Tuesday, July 24, 2012

High Point Summer II: More Special Birds



[It's a baby! Recently fledged Yellow-bellied Sapsucker, High Point State Park, Sussex County, NJ last weekend. Sapsuckers only began breeding in NJ within our lifetimes - unless you are a very young birder. Now they are the most common woodpecker in High Point. The brown fades to buff and white by the time we see the youngsters in migration.]

It's hard to get past warblers, hence the previous essay. And I love the little bright sprites, but High Point is a woodpecker haven, too,with all of them except Red-headed breeding. And Red-headed used to, in the abundant beaver ponds up there, and perhaps does still and if not, hopefully will again.
Yellow-bellied Sapsucker is a real story, going from never having bred in NJ (okay, there's a report from the 50's) to colonizing in the '90's to being now the most common woodpecker of this north Jersey boreal forest outpost. 
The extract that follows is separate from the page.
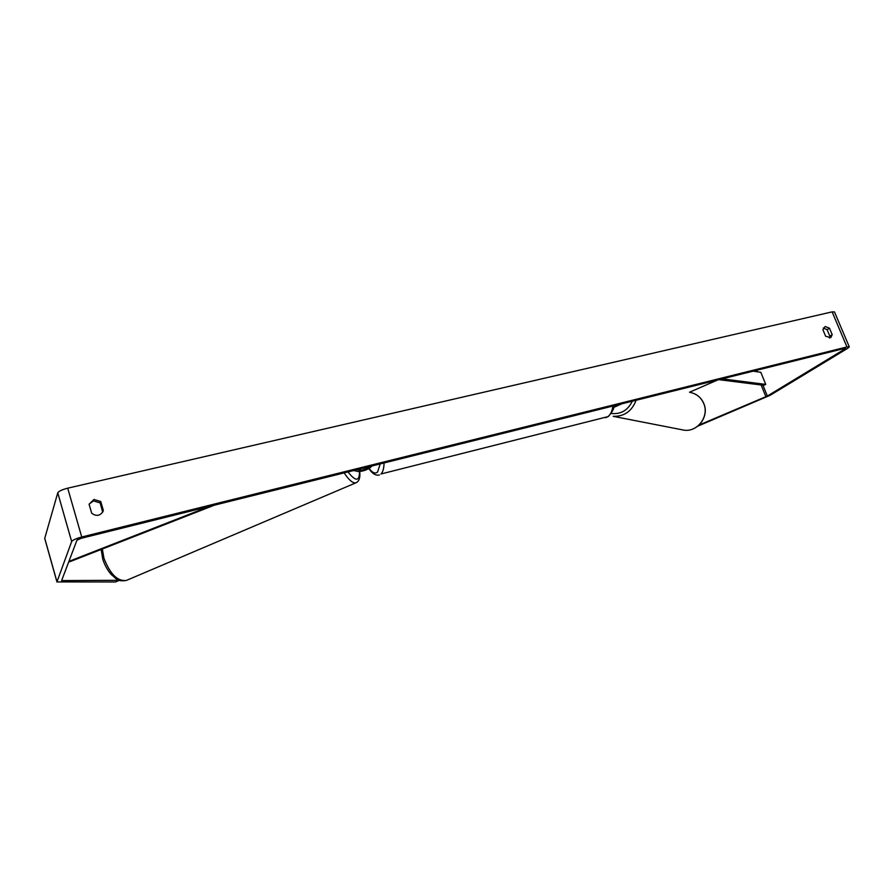 <?xml version="1.0" encoding="UTF-8"?>
<svg xmlns="http://www.w3.org/2000/svg" width="894" height="894" viewBox="0 0 894 894"><rect width="100%" height="100%" fill="white"/><g stroke="black" fill="none" stroke-linecap="round" stroke-linejoin="round"><path stroke-width="1.34" d="M353.611 470.546L358.349 471.563C362.562 471.395 366.562 470.076 370.339 467.618L371.982 465.975M356.963 469.708L360.807 470.557L367.814 468.244L369.445 466.601M699.063 425.052L767.354 396.053L844.897 348.973L845.556 348.392L844.551 348.414L81.22 538.3L76.918 540.244L61.63 580.597L119.148 580.295M829.42 338.044L829.833 336.189L827.106 329.718L823.318 327.942M89.121 504.115L93.389 500.897L100.173 502.909L102.665 512.173M89.087 504.272L93.937 499.478L100.743 501.5L103.335 510.396L103 511.491C99.983 515.972 96.206 516.553 91.68 513.201L89.087 504.272M825.151 326.5L822.916 329.763L825.654 336.267L830.817 337.608L832.202 334.68L829.476 328.199L825.151 326.5M697.823 426.136L770.058 395.349L847.758 348.269L849.3 346.906L846.953 346.95L81.734 537.003C76.079 538.534 72.716 540.054 71.654 541.552L56.937 581.927L115.415 581.972L119.003 580.497M849.255 346.794L834.493 311.939L832.124 311.872L67.709 488.18C62.077 489.621 58.769 491.175 57.764 492.84L44.711 538.423L56.937 581.927M689.52 392.22L717.547 380.017M829.833 336.189L832.202 334.68M827.106 329.718L829.476 328.199M102.765 511.77L103.335 510.396M100.173 502.909L100.743 501.5M621.833 403.82L613.63 407.452M619.117 404.501L613.742 406.871M722.218 378.844L765.745 384.409L760.828 372.317L753.173 371.155M765.745 384.409L763.744 385.303L718.888 379.682M68.894 561.387L209.419 506.406M77.186 539.931L81.499 538.233M68.592 562.203L214.381 505.177M367.814 468.244L367.423 467.104M360.807 470.557L360.248 468.892M344.168 472.892C349.029 480.257 352.974 483.542 356.013 482.771L126.345 580.452C117.539 581.513 110.074 574.093 103.939 558.18L102.307 549.017M359.734 471.585C360.394 477.631 359.153 481.363 356.013 482.771L356.203 482.693M359.489 471.607C359.533 481.587 355.689 481.698 347.978 471.943M846.953 346.95L832.124 311.872M81.734 537.003L67.709 488.18M62.278 580.787L61.965 579.67M844.897 348.973L844.651 348.392M767.354 396.053L762.94 385.202M757.497 371.815L756.849 370.239M765.912 396.768L761.118 384.968M755.654 371.535L755.285 370.619M71.654 541.552L57.764 492.84M56.959 581.737L44.722 538.21M384.074 462.958C383.939 468.367 382.911 472.043 381 473.976L607.875 416.66C610.535 414.66 612.211 411.117 612.904 406.044M368.864 468.635C372.418 473.775 375.938 475.876 379.436 474.938L379.067 475.027M369.177 468.467C372.407 472.848 375.212 474.032 377.581 472.01L380.207 463.93M680.949 429.556L684.268 430.204C697.611 432.081 709.333 416.336 703.813 403.708C701.153 397.506 696.582 393.74 690.112 392.399M636.103 400.266C631.89 411.229 624.247 416.593 613.206 416.336L684.268 430.204C697.722 432.07 709.389 416.38 703.902 403.786M611.217 413.475C620.771 414.47 627.8 410.391 632.315 401.216M101.167 549.464L102.732 559.041C104.654 565.142 107.571 570.383 111.482 574.753C116.589 578.496 116.611 581.916 126.345 580.452M605.752 417.71L608.501 416.369C612.479 411.721 614.29 408.189 613.932 405.787M694.303 393.684C698.795 395.763 701.991 399.115 703.891 403.753"/></g></svg>

 [Eastern Wood-pewees are single brooded, and yet a number were still singing last weekend. Trying to re-nest after weather-ruined first attempts, perhaps, or just singing because they like to.]


 [Song Sparrows, in contrast to pewees, are at least double-brooded, sometimes having 3 or even 4 sets of offspring in a year. This one poked about our Sawmill Lake Campground site for food to bring its young, in this case a tiny grasshopper picked from near the grill. We could hear the babies beg when the adult disappeared into a nearby thicket.]


[This is a picture of a Ruby-throated Hummingbird. It was aggressively hassling an adult Red-tailed Hawk along Ridge Road in High Point State Park, NJ.]